Let’s take Dongfang Shipbuilding, a Chinese Company, whose shares were recently suspended on London’s junior Aim market, as an example:

Exhibit A: Shareholders rights

Due to the restrictions on ownership of shipbuilding businesses in the PRC, the Company can currently own no more than 49 percent of Dongfang Shipbuilding and, as a result, has to rely on the Contract Arrangements to ensure the full economic benefit of Dongfang Shipbuilding as if it owned 100 percent.

Exhibit B: Risks relating to China

Whilst the Company has received a legal opinion from its PRC legal counsel to that effect, there may be a risk that the relevant PRC authorities may determine that the Contractual Arrangements will be considered by the PRC Government, courts or tribunals of the PRC to be in breach of relevant PRC laws, regulations, policies and provisions.
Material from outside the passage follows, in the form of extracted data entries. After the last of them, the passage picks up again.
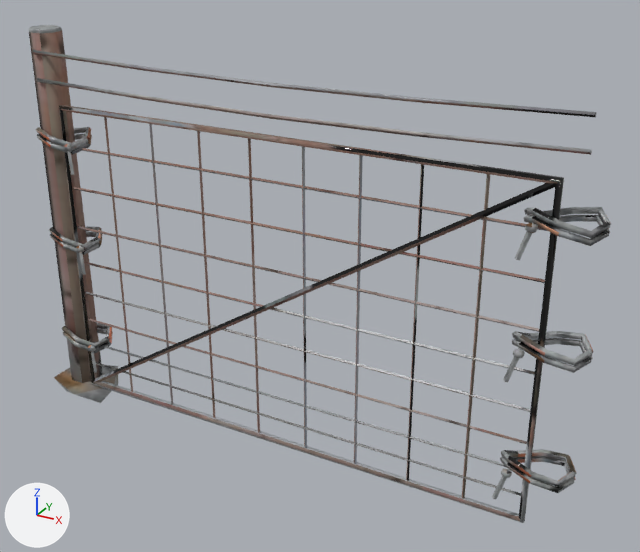
Before and after pictures for a commit that changed the glTF model assets/3d/fire/pen_fence_cut.glb.
Before and after are seen from a 50 mm lens placed at (3.71, -3.64, 2.92), pointed at (1.67, 0.08, 1.06). The lights are fixed; the arrows at lower left show +X, +Y and +Z. The picture after the commit comes second. Vertices at exactly the same position are counted once.

Objects in the first picture: 'pen_fence_cut'.
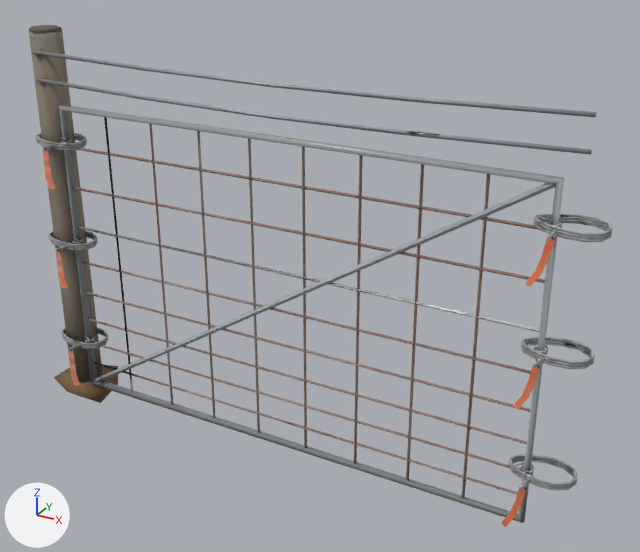
Where the change shows, as pixel boxes (x1, y1, x2, y2) in the pictures (640 x 552 px; the box of a moved part takes in the faces that stretch with it):
'pen_fence_cut', reshaped: before (29, 25, 611, 523); after (29, 25, 613, 527)
part 1 of me_pen_fence_cut, moved or reshaped (not visible afterwards): before (79, 252, 86, 275)
part 2 of me_pen_fence_cut, moved or reshaped: before (67, 151, 74, 175); after (514, 463, 522, 467)
part 3 of me_pen_fence_cut, moved or reshaped: before (515, 231, 532, 260); after (540, 218, 549, 220)
part 4 of me_pen_fence_cut, rebuilt (7% narrower, 41% shorter): before (36, 127, 91, 148); after (36, 133, 87, 145)
part 5 of me_pen_fence_cut, rebuilt (33% shorter): before (49, 226, 102, 249); after (48, 231, 98, 246)
part 6 of me_pen_fence_cut, deleted: before (525, 223, 538, 233)
part 7 of me_pen_fence_cut, deleted: before (501, 468, 512, 478)
part 8 of me_pen_fence_cut, deleted: before (64, 144, 73, 151)
part 9 of me_pen_fence_cut, deleted: before (75, 245, 85, 252)
part 10 of me_pen_fence_cut, deleted: before (492, 476, 507, 499)
part 11 of me_pen_fence_cut, reshaped: before (500, 207, 611, 493); after (501, 214, 613, 527)
part 12 of me_pen_fence_cut, reshaped: before (37, 133, 112, 373); after (36, 135, 108, 386)
part 13 of me_pen_fence_cut, surface changed: (29, 25, 597, 523) in both

The change, as a list of edits to the scene's bpy script:
```text
Change me_pen_fence_cut:
    used by ob_pen_fence_cut; location = (0.0, 0.0, 0.0)
    remove me_pen_fence_cut.from_pydata(...)  # 1014 vertices, 1844 faces; spans x -0.21..3.1, y -0.21..0.2, z -0.07..2.22
    add me_pen_fence_cut.from_pydata(...)  # 2700 vertices, 5120 faces; spans x -0.21..3.11, y -0.26..0.2, z -0.07..2.22
    me_pen_fence_cut part 1: the loose piece of 8 vertices spanning x 0.19..0.25, y -0.17..-0.12, z 0.86..1.0 is multiplied about its middle by the matrix ((0.062, 0.218, -0.595), (-0.039, 0.598, 0.215), (0.633, 0.015, 0.071)), then moved by (-0.09, 0.06, 0.1)
    me_pen_fence_cut part 2: the loose piece of 8 vertices spanning x 0.19..0.25, y -0.17..-0.12, z 1.46..1.6 is multiplied about its middle by the matrix ((0.0, 0.372, 0.064), (0.0, -0.064, 0.372), (0.377, 0.0, 0.0)), then moved by (2.62, 0.06, -1.15)
    me_pen_fence_cut part 3: the loose piece of 8 vertices spanning x 2.75..2.81, y -0.17..-0.12, z 1.46..1.6 is multiplied about its middle by the matrix ((0.072, 0.367, 0.044), (0.181, -0.074, 0.322), (0.323, -0.041, -0.191)), then moved by (0.06, 0.06, 0.1)
    me_pen_fence_cut part 4: the loose piece of 45 vertices spanning x -0.11..0.26, y -0.14..0.09, z 1.59..1.68 is rebuilt with 65 vertices and now spans x -0.11..0.22, y -0.14..0.08, z 1.6..1.63
    me_pen_fence_cut part 5: the loose piece of 45 vertices spanning x -0.11..0.26, y -0.14..0.09, z 0.99..1.08 is rebuilt with 65 vertices and now spans x -0.11..0.22, y -0.14..0.08, z 1.0..1.03
    me_pen_fence_cut part 6: the loose piece of 12 vertices spanning x 2.77..2.83, y -0.15..-0.11, z 1.58..1.62 is deleted
    me_pen_fence_cut part 7: the loose piece of 12 vertices spanning x 2.77..2.83, y -0.15..-0.11, z 0.32..0.38 is deleted
    me_pen_fence_cut part 8: the loose piece of 12 vertices spanning x 0.17..0.23, y -0.15..-0.11, z 1.58..1.62 is deleted
    me_pen_fence_cut part 9: the loose piece of 12 vertices spanning x 0.17..0.23, y -0.15..-0.11, z 0.98..1.02 is deleted
    me_pen_fence_cut part 10: the loose piece of 8 vertices spanning x 2.75..2.81, y -0.17..-0.12, z 0.21..0.35 is deleted
    me_pen_fence_cut part 11: 71 vertices moved from x 2.73..3.1, y -0.17..0.09, z 0.86..1.08 to x 2.83..3.11, y -0.11..-0.03, z 1.0..1.62; 210 vertices removed from x 2.73..3.1, y -0.14..0.09, z 0.3..1.68; 1077 vertices added at x 2.78..3.11, y -0.26..0.08, z 0.14..1.63
    me_pen_fence_cut part 12: 65 vertices moved from x -0.11..0.26, y -0.16..0.09, z 0.21..1.6 to x -0.11..0.17, y -0.11..-0.03, z 0.32..1.64; 135 vertices removed from x -0.11..0.26, y -0.17..0.09, z 0.21..1.65; 970 vertices added at x -0.11..0.22, y -0.26..0.08, z 0.14..1.64
    me_pen_fence_cut part 13: 687 kept faces spanning x -0.21..3.0, y -0.21..0.2, z -0.07..2.22 get new texture (UV) coordinates
```
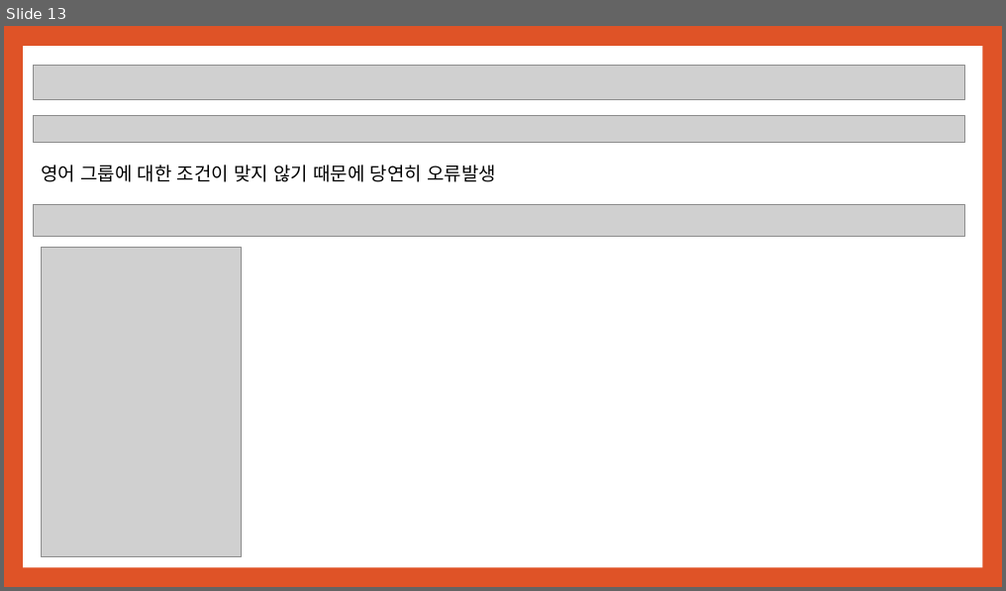
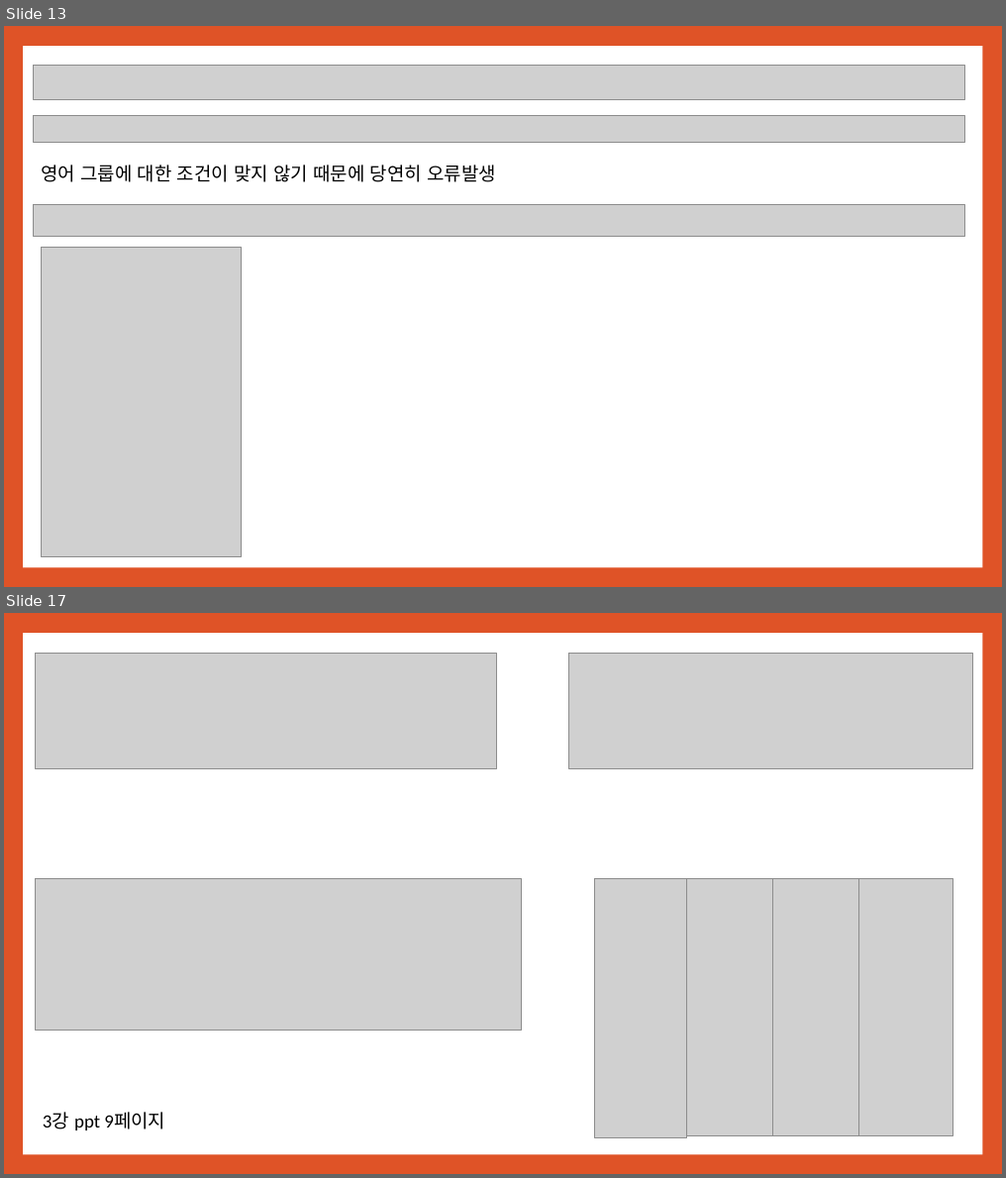
Before and after one commit to noheul1030/KOPO-database, a slide deck: 과제PPT/데이터베이스 3강.pptx. Shown one above the other, each under a label of ours: slide 13 before the commit, slides 13 and 17 after it; the slides between them are not shown. The pictures are 1006x591 and 1006x1178 pixels, drawn with LibreOffice and Linux fonts; fonts in the diff are those of the drawing; grey boxes stand for pictures. Boxes give left, top, right and bottom in pixels: in the first picture for what was removed or moved away, otherwise in the second. Text is boxed around its words. In the diff, an @@ line names an element or a change of style, - is before the commit and + after.

```diff
--- a/과제PPT/데이터베이스 3강.pptx
+++ b/과제PPT/데이터베이스 3강.pptx
@@ slide 17 added at [4,613,1002,1174], background #DF5327; not listed: 1 template element that a slide beside it also shows @@
@@ picture added at [36,654,497,768] @@
@@ picture added at [569,654,973,768] @@
@@ picture added at [36,878,522,1030] @@
@@ picture added at [595,878,687,1139] @@
@@ picture added at [686,878,773,1137] @@
@@ picture added at [773,878,859,1137] @@
@@ picture added at [859,878,953,1137] @@
@@ text added at [43,1112,165,1131], 18 pt, text #000000 @@
+3강 ppt 9페이지
```
Also in this commit, not shown: 2 slides changed, 22 other slides added, 14 slides removed.
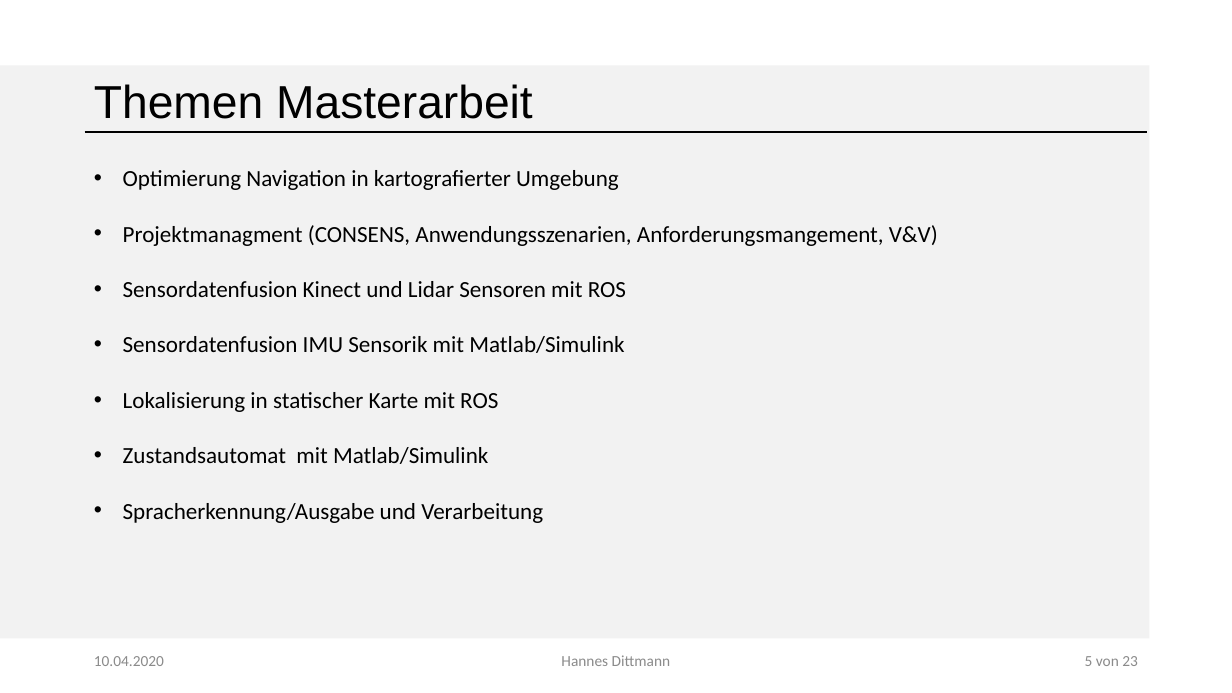
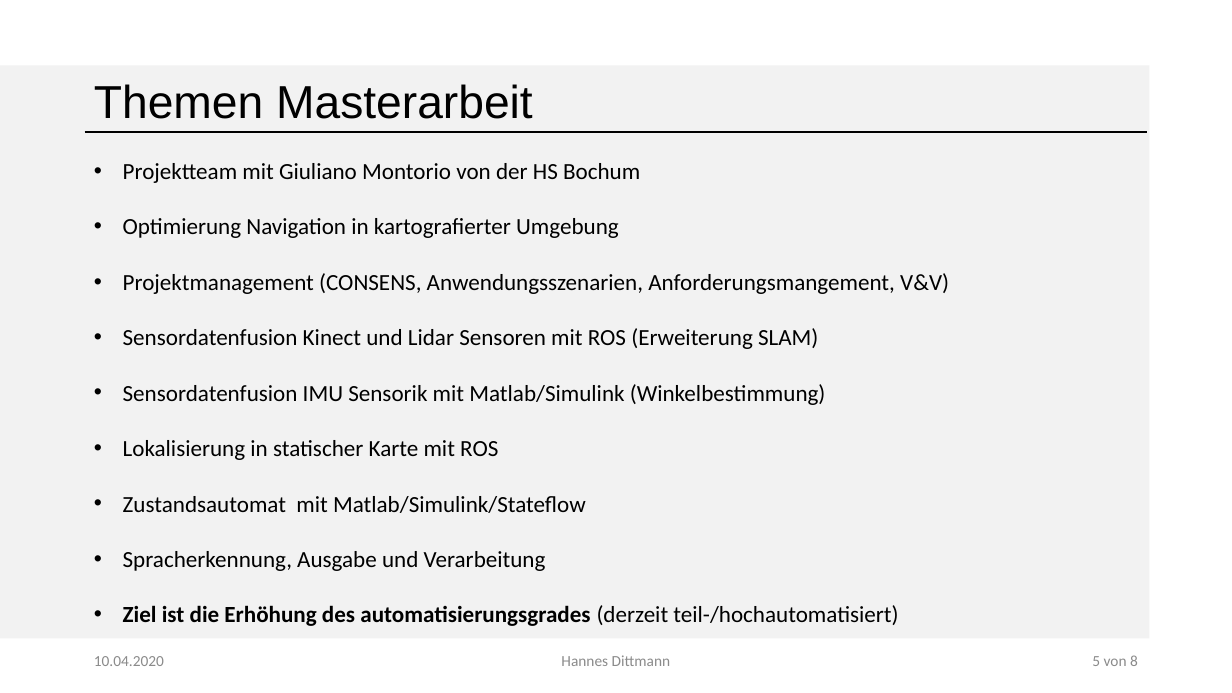
Before and after one commit to GiulliMo/Master_Doc, a slide deck: slide 5 of Präsentationen/HSHL/Besprechung_Göbel.pptx. Drawn at 1232x693 pixels with LibreOffice and Linux fonts; fonts in the diff are those of the drawing; background and template pictures are left out. Boxes give left, top, right and bottom in pixels: in the first picture for what was removed or moved away, otherwise in the second. Text is boxed around its words. In the diff, an @@ line names an element or a change of style, - is before the commit and + after.

```diff
--- a/Präsentationen/HSHL/Besprechung_Göbel.pptx
+++ b/Präsentationen/HSHL/Besprechung_Göbel.pptx
@@ text "Projektteam mit Giuliano Montorio von ..." moved from (x1=123, y1=170, x2=938, y2=523) to (x1=123, y1=163, x2=949, y2=626) @@
@@ text at (x1=123, y1=163, x2=640, y2=183): paragraph added @@
+• Projektteam mit Giuliano Montorio von der HS Bochum
@@ text at (x1=123, y1=273, x2=949, y2=405): text changed @@
-• Projektmanagment (CONSENS, Anwendungsszenarien, Anforderungsmangement, V&V)
-• Sensordatenfusion Kinect und Lidar Sensoren mit ROS
-• Sensordatenfusion IMU Sensorik mit Matlab/Simulink
+• Projektmanagement (CONSENS, Anwendungsszenarien, Anforderungsmangement, V&V)
+• Sensordatenfusion Kinect und Lidar Sensoren mit ROS (Erweiterung SLAM)
+• Sensordatenfusion IMU Sensorik mit Matlab/Simulink (Winkelbestimmung)
@@ text at (x1=123, y1=496, x2=898, y2=626): text changed @@
-• Zustandsautomat mit Matlab/Simulink
-• Spracherkennung/Ausgabe und Verarbeitung
+• Zustandsautomat mit Matlab/Simulink/Stateflow
+• Spracherkennung, Ausgabe und Verarbeitung
+• Ziel ist die Erhöhung des automatisierungsgrades (derzeit teil-/hochautomatisiert)
@@ text at (x1=1092, y1=655, x2=1138, y2=666): text changed @@
-5 von 23
+5 von 8
```
Also in this commit, not shown: 7 other slides changed, 1 other file.
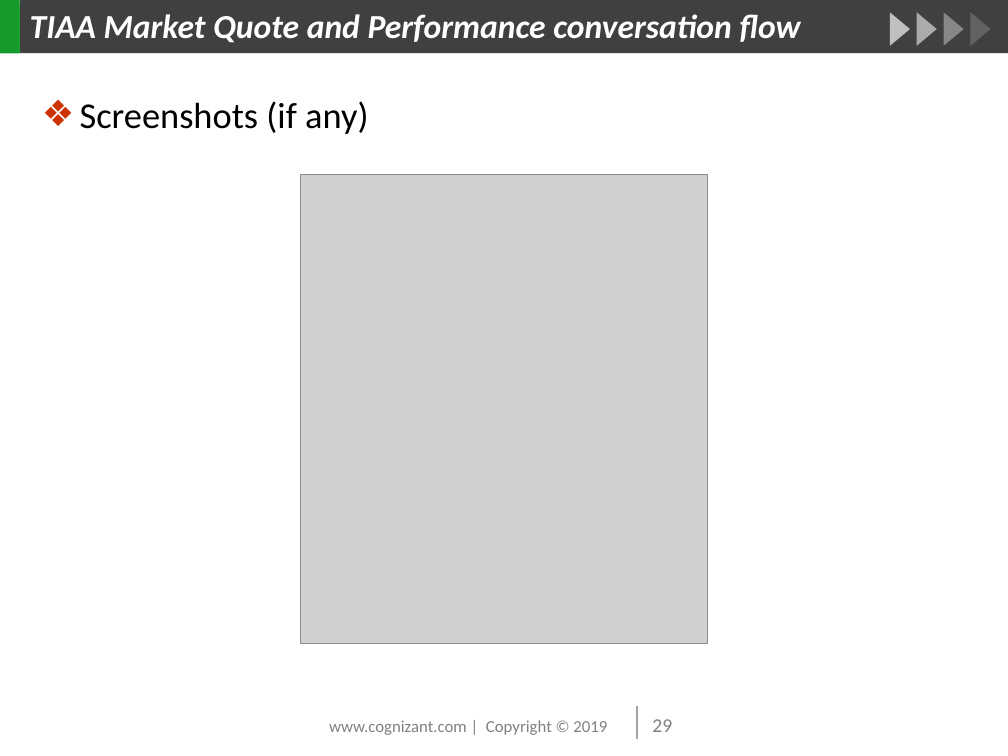
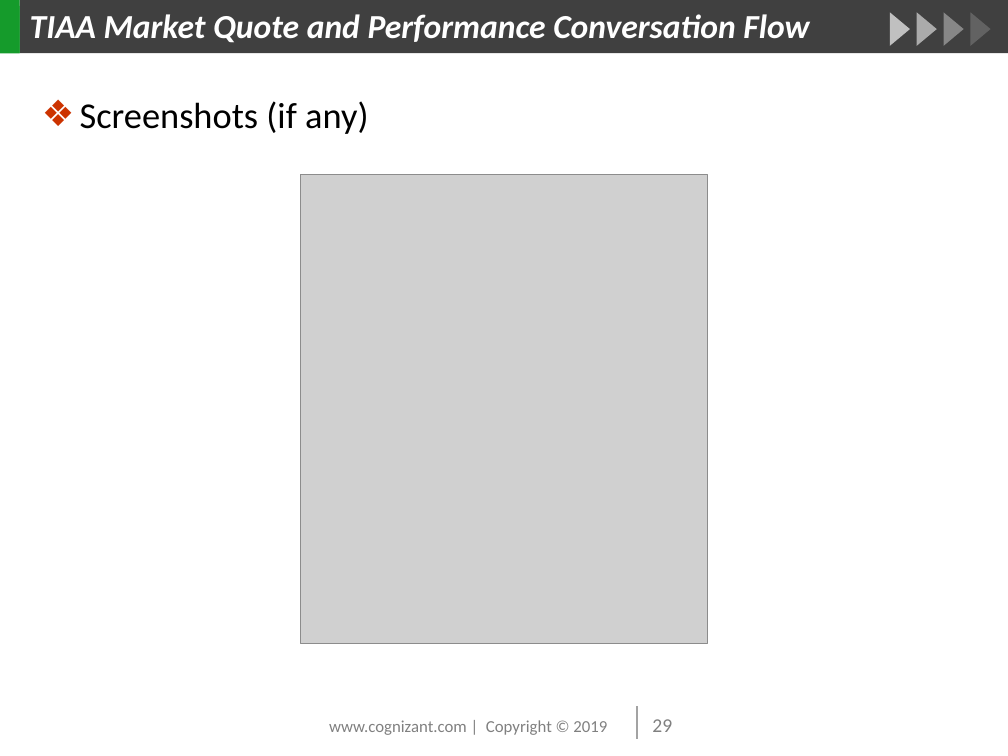
Before and after one commit to beulahmercy/myreact-quiz, a slide deck: slide 29 of TIAA Alexa Skill-PMR July 2019.pptx. Drawn at 1008x756 pixels with LibreOffice and Linux fonts; fonts in the diff are those of the drawing; grey boxes stand for pictures; background and template pictures are left out. Boxes give left, top, right and bottom in pixels: in the first picture for what was removed or moved away, otherwise in the second. Text is boxed around its words. In the diff, an @@ line names an element or a change of style, - is before the commit and + after.

```diff
--- a/TIAA Alexa Skill-PMR July 2019.pptx
+++ b/TIAA Alexa Skill-PMR July 2019.pptx
@@ title at bbox=[30, 14, 809, 43]: text changed @@
-TIAA Market Quote and Performance conversation flow
+TIAA Market Quote and Performance Conversation Flow
```
Also in this commit, not shown: 3 other slides changed, 3 slides added.

In addition, in the future the PRC Government authorities may issue new interpretations and/or issue new laws, regulations, policies or provisions that result in the Contractual Arrangements being deemed to be in violation of the then prevailing PRC laws, regulations, policies or provisions. If the Contractual Arrangements are determined to be in breach of any existing or future PRC laws and regulations, including the article 11 of the New M&A Regulations, the relevant authorities would have broad discretion in dealing with such breach. In the event any of the above was imposed on the Company then the Company may not be able to gain the intended benefit of the Contractual Arrangements and may therefore not be able to gain the remaining 51.0 per cent. economic benefit from the business and operations of DF Shipbuilding. In addition, the Company may also, as a result, lose control over the operations of DF Shipbuilding.